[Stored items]
⁂
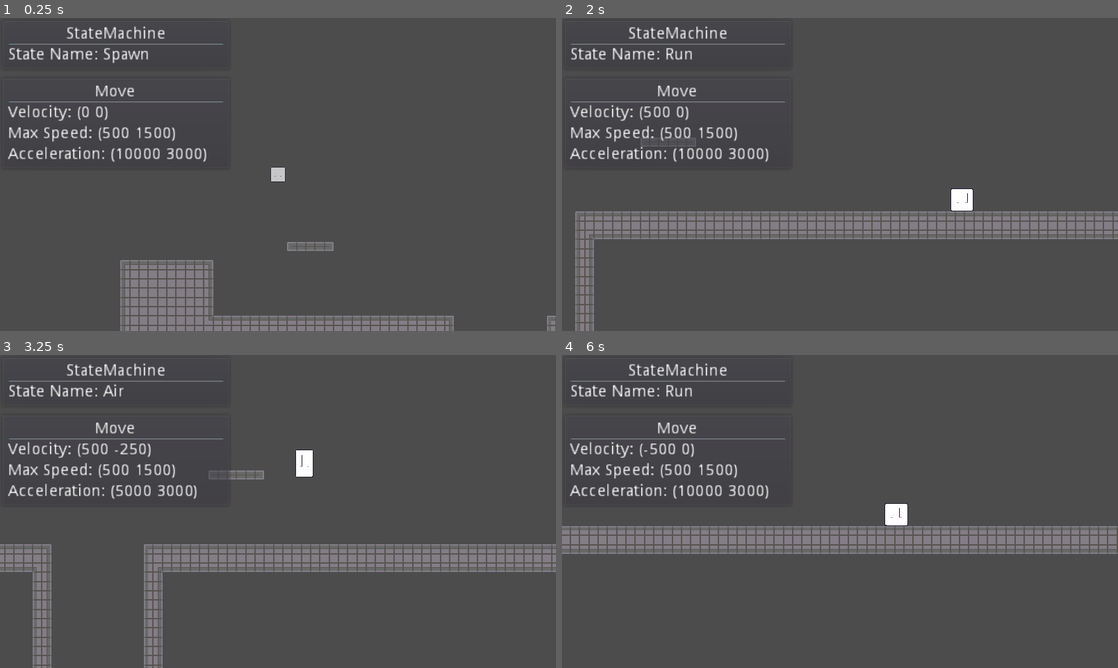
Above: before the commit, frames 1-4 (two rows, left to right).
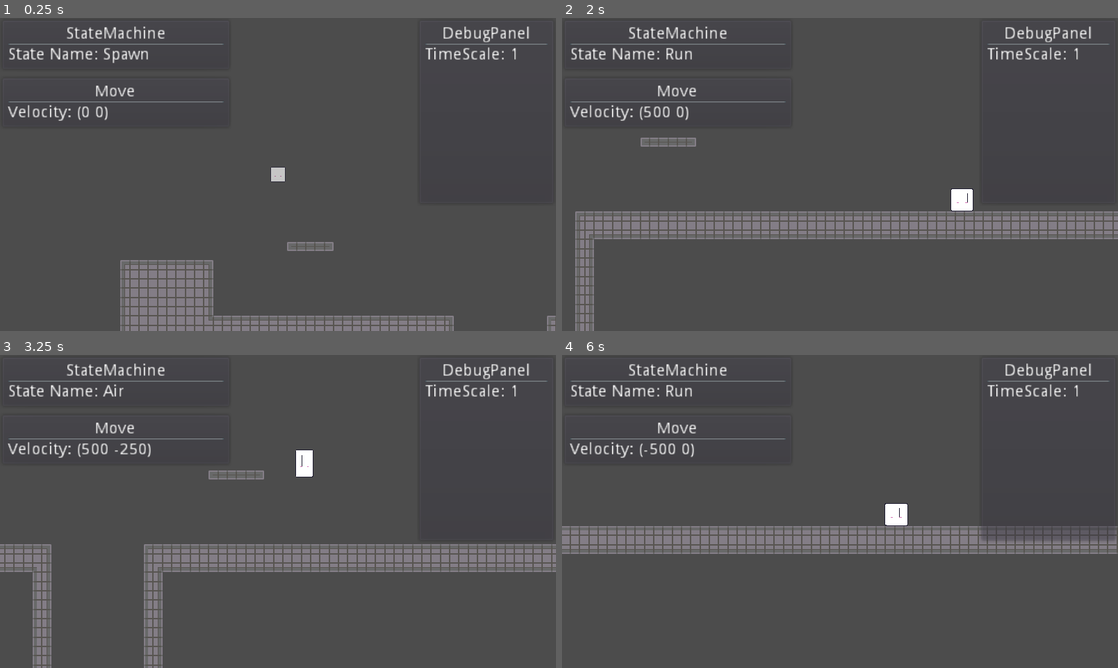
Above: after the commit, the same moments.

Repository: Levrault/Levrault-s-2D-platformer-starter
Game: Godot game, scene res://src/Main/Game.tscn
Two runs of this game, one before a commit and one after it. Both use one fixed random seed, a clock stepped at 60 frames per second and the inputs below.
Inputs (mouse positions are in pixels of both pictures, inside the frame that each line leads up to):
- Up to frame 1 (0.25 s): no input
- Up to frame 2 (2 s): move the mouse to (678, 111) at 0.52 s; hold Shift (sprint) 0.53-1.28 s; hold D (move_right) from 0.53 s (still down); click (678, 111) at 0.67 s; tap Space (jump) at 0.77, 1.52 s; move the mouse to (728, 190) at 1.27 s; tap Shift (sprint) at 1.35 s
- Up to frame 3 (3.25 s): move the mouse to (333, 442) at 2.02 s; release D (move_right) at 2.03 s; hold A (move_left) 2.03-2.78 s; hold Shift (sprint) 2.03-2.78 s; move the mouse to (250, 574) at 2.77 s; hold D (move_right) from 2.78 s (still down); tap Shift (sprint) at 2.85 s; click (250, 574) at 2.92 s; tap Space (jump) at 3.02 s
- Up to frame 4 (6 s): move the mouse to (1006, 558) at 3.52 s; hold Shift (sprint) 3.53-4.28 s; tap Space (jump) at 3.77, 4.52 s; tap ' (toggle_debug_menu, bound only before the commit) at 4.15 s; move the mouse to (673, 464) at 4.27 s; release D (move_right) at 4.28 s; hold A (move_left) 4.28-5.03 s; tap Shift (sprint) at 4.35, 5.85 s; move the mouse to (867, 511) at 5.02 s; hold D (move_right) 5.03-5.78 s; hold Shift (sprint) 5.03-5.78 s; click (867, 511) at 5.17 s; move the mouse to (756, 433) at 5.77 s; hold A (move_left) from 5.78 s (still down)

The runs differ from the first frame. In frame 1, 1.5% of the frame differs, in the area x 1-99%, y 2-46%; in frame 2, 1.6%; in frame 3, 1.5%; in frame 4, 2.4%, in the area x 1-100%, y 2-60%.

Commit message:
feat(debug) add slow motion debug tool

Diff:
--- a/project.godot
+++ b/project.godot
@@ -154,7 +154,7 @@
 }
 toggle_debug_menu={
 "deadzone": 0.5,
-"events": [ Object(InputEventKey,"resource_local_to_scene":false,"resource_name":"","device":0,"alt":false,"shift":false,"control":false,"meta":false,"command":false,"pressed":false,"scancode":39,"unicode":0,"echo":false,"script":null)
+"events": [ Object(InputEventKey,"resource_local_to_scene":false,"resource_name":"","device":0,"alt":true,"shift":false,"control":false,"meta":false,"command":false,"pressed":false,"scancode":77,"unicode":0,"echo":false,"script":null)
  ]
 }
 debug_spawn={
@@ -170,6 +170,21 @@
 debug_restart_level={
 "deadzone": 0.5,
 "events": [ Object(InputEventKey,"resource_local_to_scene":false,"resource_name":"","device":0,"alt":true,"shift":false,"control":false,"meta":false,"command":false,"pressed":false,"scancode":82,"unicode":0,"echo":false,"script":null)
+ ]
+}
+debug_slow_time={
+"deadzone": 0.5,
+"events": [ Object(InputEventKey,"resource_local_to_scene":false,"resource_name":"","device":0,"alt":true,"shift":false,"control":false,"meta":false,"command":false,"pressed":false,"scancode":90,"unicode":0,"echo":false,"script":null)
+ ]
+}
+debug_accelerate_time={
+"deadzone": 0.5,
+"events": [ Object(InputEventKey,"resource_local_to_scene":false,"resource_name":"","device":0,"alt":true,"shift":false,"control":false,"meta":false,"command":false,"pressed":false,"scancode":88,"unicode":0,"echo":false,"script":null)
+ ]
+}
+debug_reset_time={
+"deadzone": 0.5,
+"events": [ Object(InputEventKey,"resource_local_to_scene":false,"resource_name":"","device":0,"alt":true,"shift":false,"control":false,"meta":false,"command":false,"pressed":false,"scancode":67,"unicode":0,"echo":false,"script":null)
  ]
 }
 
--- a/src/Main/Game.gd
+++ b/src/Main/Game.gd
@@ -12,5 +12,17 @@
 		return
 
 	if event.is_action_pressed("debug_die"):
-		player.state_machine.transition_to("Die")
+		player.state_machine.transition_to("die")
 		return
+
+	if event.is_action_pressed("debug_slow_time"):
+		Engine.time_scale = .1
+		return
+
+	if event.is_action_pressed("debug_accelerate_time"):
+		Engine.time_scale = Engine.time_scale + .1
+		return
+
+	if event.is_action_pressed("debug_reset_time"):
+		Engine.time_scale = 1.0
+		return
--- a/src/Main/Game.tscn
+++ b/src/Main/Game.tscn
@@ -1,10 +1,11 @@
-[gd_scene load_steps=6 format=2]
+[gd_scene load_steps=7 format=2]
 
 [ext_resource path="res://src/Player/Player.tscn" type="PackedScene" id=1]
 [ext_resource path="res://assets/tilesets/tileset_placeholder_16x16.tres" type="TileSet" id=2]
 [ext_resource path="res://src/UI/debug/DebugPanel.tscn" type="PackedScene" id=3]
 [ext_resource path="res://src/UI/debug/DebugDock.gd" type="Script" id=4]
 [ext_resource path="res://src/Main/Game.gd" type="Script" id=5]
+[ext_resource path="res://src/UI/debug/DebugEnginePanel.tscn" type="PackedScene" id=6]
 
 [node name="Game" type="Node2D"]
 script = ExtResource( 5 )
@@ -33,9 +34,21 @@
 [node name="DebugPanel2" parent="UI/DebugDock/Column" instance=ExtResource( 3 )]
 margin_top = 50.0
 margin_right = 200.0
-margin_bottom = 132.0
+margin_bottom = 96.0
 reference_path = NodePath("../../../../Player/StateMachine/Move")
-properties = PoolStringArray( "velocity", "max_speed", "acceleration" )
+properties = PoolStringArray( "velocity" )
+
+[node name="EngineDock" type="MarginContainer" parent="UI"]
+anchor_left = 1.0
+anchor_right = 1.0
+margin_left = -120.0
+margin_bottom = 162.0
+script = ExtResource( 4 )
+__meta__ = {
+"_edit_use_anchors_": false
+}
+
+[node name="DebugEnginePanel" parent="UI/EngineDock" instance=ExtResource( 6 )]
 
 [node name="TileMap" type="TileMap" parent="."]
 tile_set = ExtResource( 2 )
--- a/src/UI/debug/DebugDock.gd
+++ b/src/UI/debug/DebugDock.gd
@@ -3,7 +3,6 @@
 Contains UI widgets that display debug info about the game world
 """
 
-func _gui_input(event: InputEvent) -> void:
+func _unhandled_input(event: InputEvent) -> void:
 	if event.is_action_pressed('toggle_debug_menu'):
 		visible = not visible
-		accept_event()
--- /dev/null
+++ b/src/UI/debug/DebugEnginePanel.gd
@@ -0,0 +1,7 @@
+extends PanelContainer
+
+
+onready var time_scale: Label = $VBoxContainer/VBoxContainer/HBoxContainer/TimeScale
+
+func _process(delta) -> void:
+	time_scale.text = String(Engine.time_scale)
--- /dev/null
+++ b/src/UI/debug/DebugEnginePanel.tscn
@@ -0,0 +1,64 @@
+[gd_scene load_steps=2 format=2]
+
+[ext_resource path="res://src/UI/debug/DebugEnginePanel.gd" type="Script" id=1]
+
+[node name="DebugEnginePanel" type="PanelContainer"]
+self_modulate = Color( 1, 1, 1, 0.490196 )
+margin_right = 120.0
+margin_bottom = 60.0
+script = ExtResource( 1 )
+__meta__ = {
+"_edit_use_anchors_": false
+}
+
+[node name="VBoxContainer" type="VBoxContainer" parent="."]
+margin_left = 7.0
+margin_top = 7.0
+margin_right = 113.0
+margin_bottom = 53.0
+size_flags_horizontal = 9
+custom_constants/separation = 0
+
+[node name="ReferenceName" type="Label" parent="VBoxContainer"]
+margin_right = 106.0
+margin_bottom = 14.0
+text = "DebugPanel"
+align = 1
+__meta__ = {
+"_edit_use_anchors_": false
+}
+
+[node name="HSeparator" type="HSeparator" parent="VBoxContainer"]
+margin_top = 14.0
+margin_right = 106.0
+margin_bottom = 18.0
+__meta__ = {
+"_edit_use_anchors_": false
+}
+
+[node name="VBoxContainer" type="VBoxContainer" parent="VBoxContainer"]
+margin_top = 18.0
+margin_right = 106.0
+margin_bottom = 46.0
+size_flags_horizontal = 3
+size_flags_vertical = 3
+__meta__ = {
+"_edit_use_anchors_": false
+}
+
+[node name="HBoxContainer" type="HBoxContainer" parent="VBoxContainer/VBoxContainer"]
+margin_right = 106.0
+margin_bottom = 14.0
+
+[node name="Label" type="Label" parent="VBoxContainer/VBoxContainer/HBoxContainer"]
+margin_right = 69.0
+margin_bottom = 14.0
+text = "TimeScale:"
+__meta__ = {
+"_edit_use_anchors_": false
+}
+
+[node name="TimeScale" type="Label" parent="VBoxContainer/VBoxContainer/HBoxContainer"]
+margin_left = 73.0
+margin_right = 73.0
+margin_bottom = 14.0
⁂
**Exercise aim:**
A single number is the answer: how many lines in the records above contain the word "Label".

**Reply:**
4